- **ASSIGNMENT**:
The required answer is each line in the entries below where "Reflection" occurs.

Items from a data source
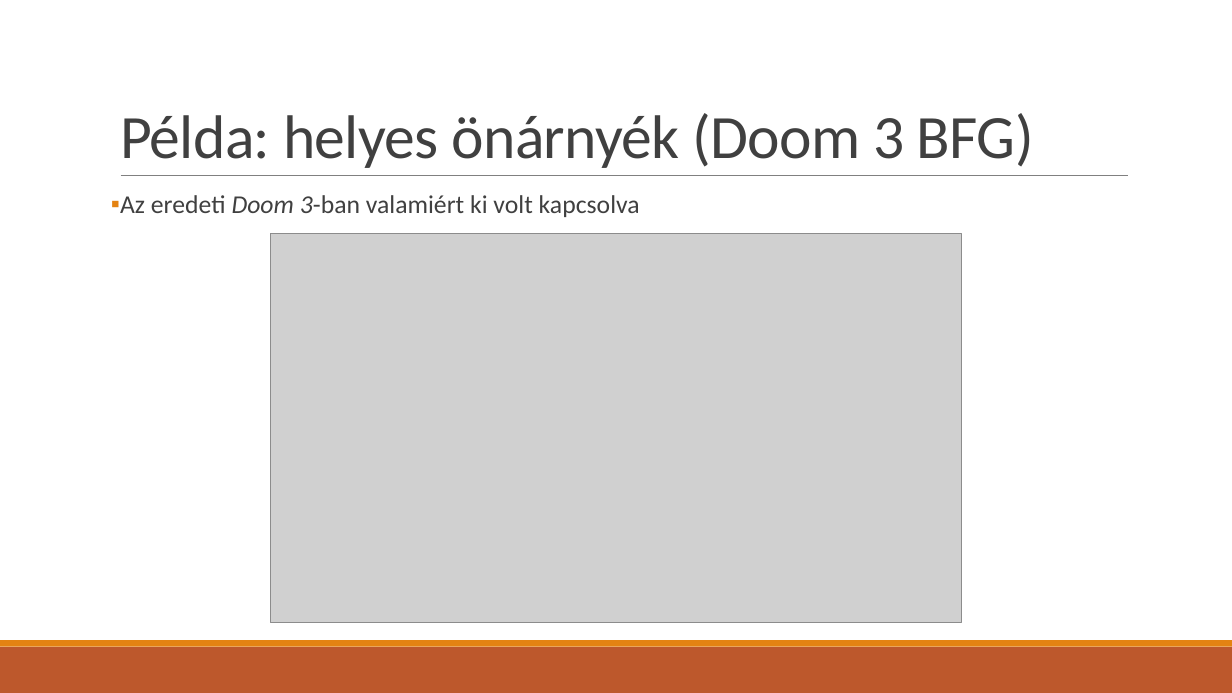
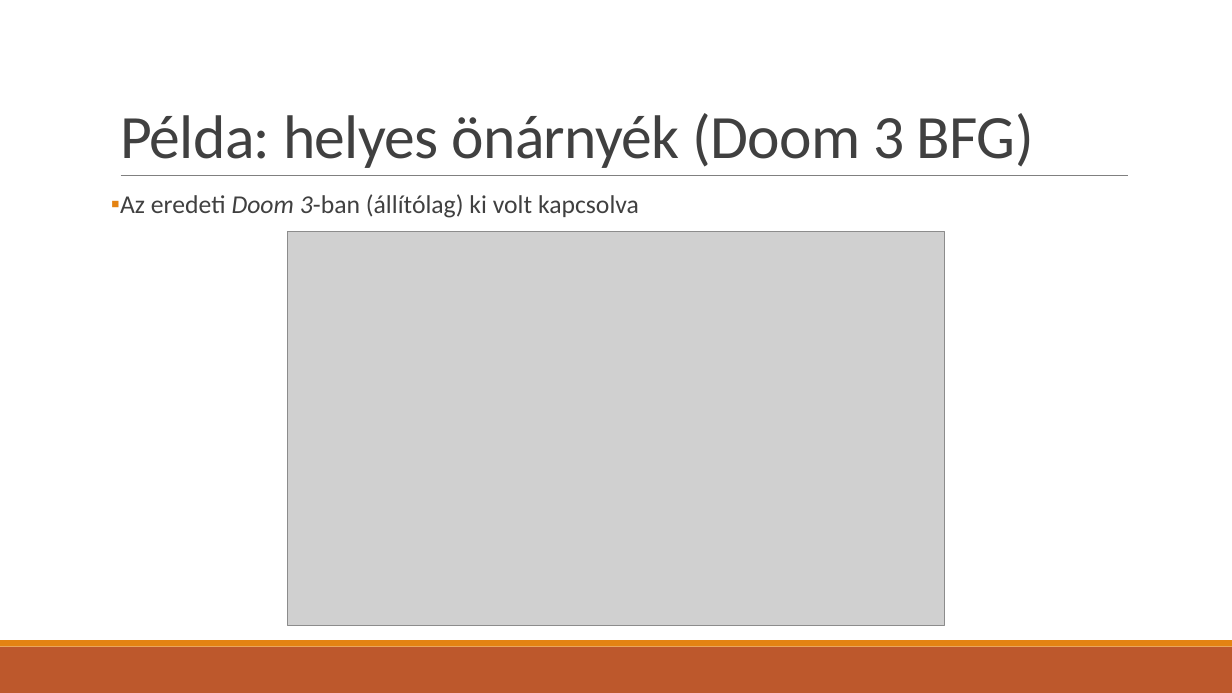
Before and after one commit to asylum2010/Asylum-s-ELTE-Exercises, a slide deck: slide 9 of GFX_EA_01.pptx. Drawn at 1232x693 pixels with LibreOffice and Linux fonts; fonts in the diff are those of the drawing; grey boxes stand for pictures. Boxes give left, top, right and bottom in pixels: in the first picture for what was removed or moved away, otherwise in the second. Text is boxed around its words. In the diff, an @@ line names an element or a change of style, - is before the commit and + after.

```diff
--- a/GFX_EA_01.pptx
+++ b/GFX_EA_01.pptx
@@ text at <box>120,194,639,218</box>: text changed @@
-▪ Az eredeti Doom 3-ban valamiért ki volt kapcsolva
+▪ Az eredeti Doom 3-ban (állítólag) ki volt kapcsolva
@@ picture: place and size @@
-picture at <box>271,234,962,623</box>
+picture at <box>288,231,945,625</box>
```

--

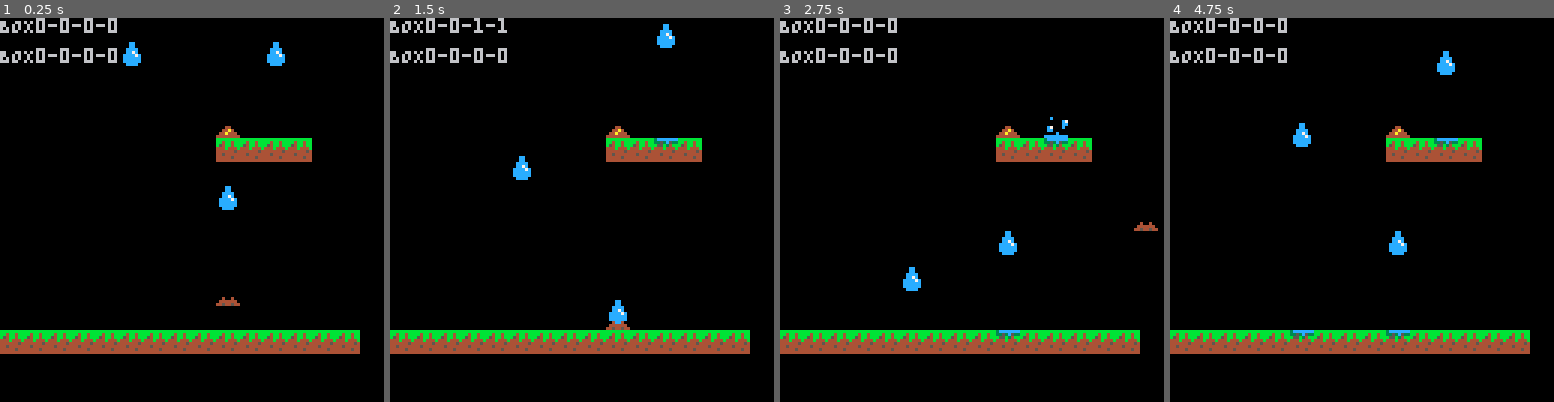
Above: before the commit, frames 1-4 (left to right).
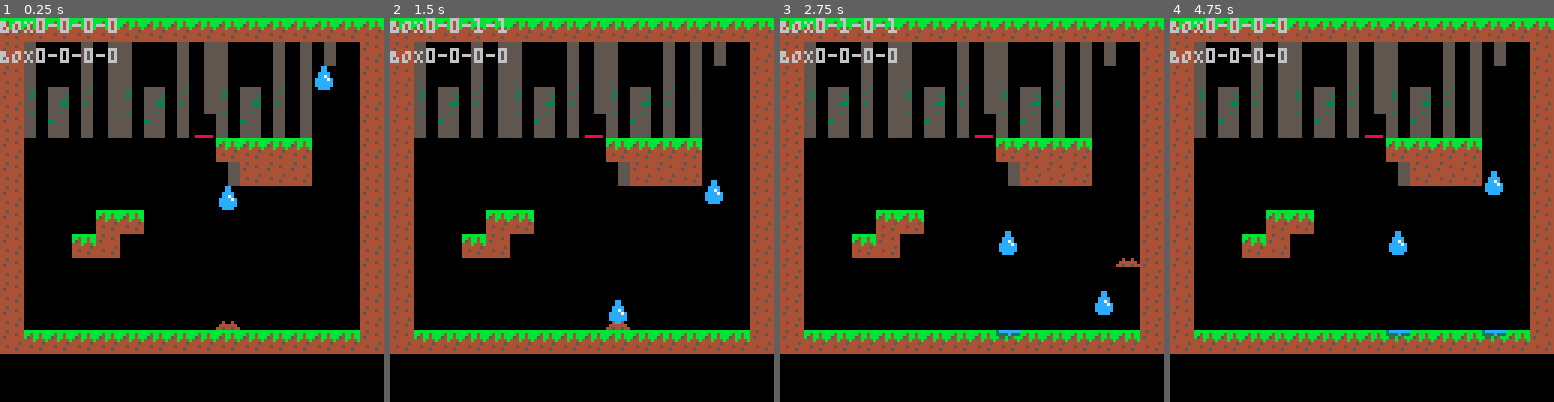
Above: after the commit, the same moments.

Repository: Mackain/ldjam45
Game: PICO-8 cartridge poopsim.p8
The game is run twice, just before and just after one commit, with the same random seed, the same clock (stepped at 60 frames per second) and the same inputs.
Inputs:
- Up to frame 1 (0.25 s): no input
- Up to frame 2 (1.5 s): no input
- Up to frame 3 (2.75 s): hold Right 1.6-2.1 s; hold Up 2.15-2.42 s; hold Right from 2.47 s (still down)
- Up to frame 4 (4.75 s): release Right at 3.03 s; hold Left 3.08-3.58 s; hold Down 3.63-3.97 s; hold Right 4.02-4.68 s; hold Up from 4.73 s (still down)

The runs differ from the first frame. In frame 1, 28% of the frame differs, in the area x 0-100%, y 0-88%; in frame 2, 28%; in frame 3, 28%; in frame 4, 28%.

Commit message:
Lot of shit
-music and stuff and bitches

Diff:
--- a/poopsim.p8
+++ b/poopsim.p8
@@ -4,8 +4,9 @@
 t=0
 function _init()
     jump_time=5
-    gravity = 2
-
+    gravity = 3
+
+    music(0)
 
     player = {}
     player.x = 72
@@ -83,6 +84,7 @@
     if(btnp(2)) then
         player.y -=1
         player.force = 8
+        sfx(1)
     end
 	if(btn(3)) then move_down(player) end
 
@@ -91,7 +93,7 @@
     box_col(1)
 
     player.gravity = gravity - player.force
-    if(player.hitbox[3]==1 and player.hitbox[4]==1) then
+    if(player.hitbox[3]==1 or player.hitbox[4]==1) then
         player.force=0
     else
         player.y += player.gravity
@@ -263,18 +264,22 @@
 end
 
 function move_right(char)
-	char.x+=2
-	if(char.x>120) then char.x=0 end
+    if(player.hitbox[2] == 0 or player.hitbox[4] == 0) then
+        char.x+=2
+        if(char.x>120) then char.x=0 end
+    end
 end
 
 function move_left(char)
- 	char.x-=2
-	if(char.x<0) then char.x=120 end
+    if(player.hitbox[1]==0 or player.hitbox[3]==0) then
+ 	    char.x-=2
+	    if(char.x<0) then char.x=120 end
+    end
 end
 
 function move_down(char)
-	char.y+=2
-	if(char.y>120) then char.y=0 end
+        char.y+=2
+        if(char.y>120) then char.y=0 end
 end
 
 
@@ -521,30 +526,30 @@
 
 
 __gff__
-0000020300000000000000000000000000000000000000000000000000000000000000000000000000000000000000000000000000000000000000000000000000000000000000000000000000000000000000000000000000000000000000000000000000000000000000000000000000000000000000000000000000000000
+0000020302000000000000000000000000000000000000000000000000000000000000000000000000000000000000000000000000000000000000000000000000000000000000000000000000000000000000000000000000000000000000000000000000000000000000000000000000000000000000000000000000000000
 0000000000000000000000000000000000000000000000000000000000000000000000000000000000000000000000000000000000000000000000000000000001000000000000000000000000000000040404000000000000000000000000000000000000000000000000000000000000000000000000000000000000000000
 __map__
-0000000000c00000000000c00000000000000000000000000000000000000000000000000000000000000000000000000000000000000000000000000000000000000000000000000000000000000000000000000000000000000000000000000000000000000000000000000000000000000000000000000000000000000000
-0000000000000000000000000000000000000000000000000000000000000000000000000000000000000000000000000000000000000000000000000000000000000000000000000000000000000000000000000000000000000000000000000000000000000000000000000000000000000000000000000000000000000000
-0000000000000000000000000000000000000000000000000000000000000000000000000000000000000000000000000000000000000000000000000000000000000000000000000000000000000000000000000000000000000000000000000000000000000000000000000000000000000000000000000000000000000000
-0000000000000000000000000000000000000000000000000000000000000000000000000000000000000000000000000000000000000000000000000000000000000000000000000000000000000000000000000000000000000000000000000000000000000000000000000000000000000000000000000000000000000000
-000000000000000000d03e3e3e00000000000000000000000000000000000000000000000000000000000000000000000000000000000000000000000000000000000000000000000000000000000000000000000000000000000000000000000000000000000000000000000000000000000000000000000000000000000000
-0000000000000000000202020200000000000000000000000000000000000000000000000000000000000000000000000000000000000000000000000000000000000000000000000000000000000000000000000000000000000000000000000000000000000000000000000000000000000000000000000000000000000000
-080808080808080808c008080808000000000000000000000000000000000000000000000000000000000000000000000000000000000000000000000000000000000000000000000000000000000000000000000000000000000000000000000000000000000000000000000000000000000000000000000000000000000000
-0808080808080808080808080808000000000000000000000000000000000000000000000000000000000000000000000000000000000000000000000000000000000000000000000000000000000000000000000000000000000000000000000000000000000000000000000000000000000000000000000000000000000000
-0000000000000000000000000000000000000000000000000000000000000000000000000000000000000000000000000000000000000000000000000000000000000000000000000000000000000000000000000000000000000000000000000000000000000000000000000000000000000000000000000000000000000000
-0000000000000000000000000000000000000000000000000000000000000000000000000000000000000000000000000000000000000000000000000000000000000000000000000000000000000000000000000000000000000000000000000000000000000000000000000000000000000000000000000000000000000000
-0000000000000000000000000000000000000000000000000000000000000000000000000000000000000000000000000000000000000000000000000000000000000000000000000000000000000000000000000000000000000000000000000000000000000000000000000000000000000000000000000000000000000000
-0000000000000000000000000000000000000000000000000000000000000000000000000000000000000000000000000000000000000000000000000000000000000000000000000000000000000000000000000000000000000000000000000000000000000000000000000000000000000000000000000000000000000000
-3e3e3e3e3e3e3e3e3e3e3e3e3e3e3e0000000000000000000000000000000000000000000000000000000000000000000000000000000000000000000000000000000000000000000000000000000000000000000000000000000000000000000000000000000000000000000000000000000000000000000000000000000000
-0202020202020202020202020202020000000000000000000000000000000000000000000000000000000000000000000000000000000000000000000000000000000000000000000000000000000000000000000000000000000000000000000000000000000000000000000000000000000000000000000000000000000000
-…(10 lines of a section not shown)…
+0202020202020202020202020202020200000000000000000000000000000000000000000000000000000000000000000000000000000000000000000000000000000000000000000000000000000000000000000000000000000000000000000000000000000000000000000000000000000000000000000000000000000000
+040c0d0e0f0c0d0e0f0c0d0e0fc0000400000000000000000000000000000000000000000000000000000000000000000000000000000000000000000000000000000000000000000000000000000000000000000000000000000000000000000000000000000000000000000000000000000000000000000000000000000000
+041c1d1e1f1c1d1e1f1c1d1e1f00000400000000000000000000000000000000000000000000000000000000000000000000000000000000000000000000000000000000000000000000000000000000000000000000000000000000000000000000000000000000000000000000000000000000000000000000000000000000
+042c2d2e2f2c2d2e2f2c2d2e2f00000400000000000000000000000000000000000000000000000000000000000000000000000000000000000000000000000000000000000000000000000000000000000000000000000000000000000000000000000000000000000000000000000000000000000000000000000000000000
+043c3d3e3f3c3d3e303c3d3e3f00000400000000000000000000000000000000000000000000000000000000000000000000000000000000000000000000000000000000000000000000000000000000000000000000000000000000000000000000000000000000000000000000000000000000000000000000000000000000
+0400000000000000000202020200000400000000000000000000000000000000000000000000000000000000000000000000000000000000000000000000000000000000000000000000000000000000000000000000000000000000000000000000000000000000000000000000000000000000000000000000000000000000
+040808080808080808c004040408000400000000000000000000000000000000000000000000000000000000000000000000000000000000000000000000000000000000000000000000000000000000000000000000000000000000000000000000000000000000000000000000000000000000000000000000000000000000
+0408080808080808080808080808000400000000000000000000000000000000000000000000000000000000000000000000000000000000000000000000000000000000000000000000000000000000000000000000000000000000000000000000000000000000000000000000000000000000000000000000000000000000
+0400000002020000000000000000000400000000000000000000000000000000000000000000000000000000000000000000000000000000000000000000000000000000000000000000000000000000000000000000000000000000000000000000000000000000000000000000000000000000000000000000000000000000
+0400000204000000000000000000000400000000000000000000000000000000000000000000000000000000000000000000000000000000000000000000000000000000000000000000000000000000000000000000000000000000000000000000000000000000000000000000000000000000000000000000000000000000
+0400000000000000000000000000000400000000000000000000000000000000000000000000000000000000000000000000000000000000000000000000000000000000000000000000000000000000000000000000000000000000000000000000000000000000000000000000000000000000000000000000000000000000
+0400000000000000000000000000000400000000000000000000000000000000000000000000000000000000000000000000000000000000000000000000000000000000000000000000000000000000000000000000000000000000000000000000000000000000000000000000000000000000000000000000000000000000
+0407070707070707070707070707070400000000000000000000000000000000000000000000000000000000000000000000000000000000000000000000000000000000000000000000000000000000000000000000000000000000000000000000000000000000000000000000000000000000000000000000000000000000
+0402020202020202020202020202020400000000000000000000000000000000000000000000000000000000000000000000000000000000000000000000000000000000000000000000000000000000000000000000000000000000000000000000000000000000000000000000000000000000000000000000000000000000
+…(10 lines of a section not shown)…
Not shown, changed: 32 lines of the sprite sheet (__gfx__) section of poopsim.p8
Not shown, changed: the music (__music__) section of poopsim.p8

* * *

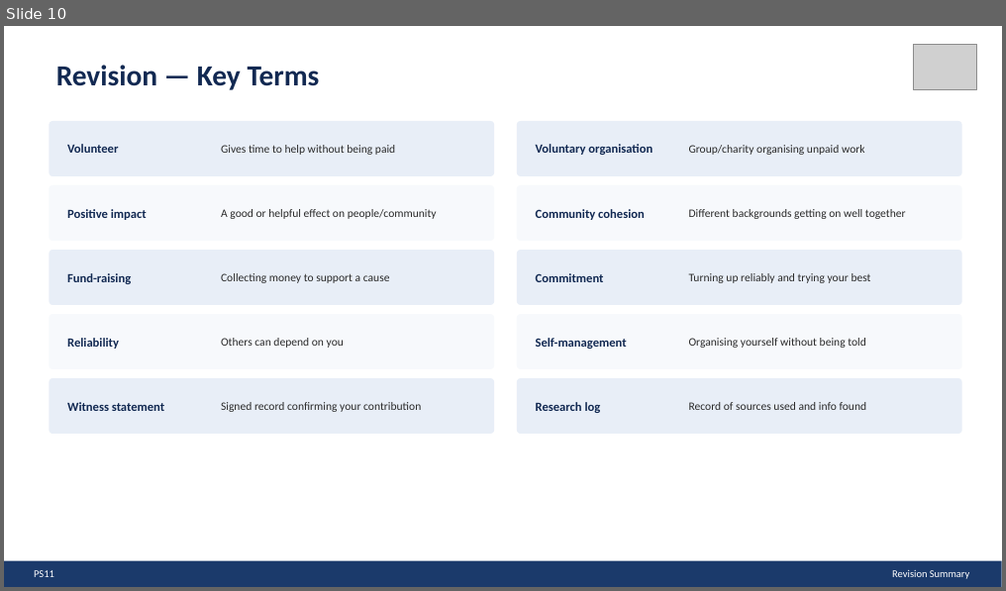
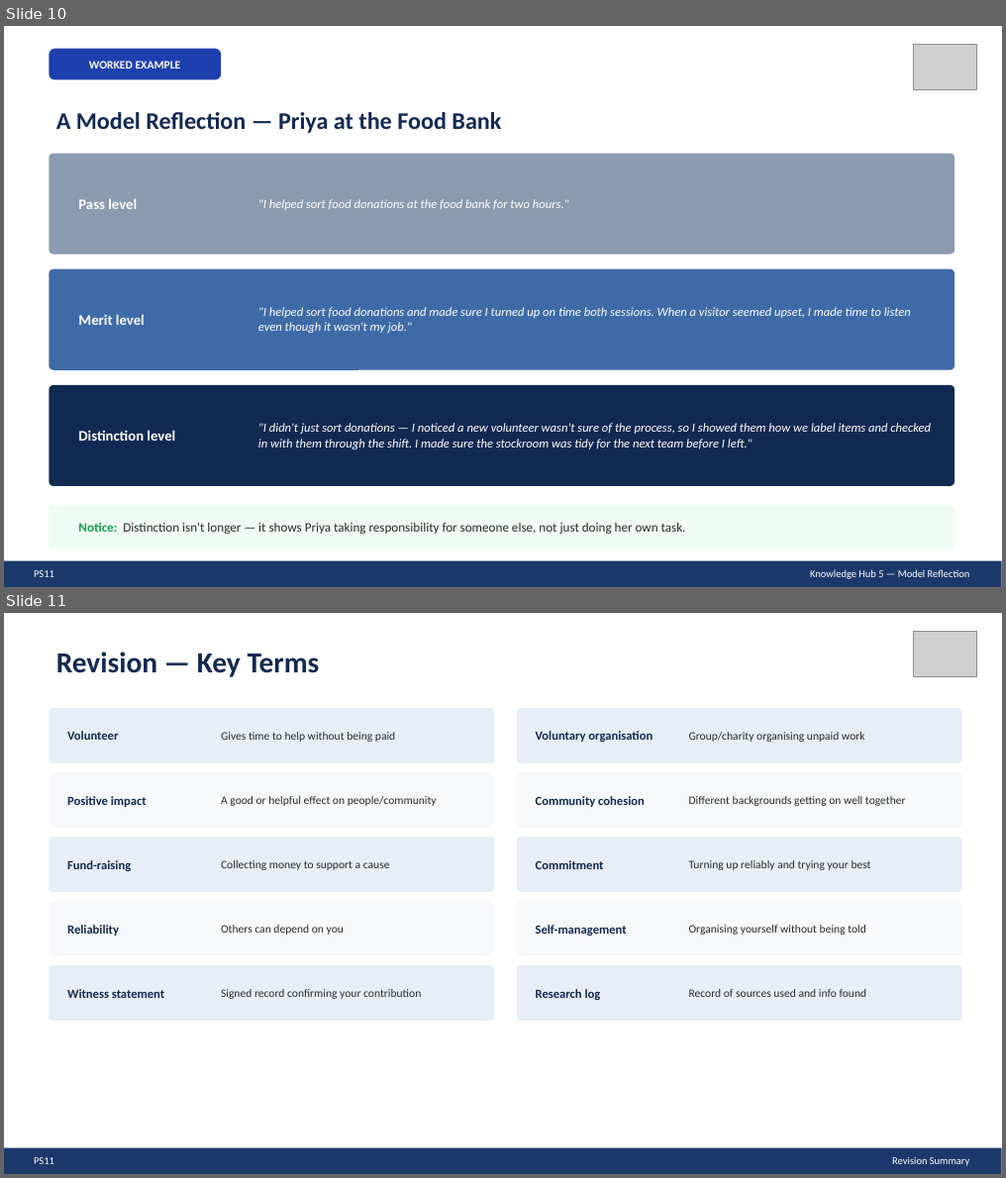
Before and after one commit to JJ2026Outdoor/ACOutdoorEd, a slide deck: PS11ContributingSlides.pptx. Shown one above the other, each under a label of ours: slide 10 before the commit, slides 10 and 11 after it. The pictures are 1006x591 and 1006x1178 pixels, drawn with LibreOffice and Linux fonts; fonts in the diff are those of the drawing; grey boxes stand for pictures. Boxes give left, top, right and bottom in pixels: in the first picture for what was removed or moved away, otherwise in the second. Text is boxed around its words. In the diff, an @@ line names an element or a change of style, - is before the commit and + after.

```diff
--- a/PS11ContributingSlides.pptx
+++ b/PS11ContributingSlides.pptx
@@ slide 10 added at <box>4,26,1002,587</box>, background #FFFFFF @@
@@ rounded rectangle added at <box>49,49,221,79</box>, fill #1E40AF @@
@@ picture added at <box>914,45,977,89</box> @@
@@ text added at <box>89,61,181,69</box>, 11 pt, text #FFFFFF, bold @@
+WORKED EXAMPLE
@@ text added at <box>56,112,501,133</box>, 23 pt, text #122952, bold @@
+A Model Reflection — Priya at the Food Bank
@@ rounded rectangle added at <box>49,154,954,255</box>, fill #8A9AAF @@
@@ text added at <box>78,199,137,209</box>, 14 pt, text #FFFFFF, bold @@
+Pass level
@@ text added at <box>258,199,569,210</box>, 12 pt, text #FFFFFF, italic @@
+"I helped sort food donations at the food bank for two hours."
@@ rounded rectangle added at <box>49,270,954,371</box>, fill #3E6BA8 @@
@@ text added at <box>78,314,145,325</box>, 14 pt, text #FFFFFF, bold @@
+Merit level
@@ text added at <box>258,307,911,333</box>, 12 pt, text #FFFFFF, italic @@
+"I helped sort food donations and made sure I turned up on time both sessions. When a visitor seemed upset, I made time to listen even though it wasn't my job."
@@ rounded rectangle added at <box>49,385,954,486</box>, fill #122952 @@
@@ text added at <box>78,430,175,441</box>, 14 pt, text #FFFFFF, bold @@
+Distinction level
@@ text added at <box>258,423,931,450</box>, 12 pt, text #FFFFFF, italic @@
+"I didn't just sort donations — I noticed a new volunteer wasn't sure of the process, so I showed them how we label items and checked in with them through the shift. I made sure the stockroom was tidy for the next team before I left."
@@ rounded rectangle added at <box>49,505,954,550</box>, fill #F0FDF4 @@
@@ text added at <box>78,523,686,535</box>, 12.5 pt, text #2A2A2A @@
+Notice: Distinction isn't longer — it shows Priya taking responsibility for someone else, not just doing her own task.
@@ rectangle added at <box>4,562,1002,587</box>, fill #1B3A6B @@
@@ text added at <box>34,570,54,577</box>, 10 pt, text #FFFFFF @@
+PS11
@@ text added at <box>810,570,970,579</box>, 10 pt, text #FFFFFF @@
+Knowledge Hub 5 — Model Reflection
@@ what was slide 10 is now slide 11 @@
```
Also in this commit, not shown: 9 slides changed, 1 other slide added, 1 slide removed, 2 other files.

- **SOLVED PROBLEM**:
+A Model Reflection — Priya at the Food Bank
+Knowledge Hub 5 — Model Reflection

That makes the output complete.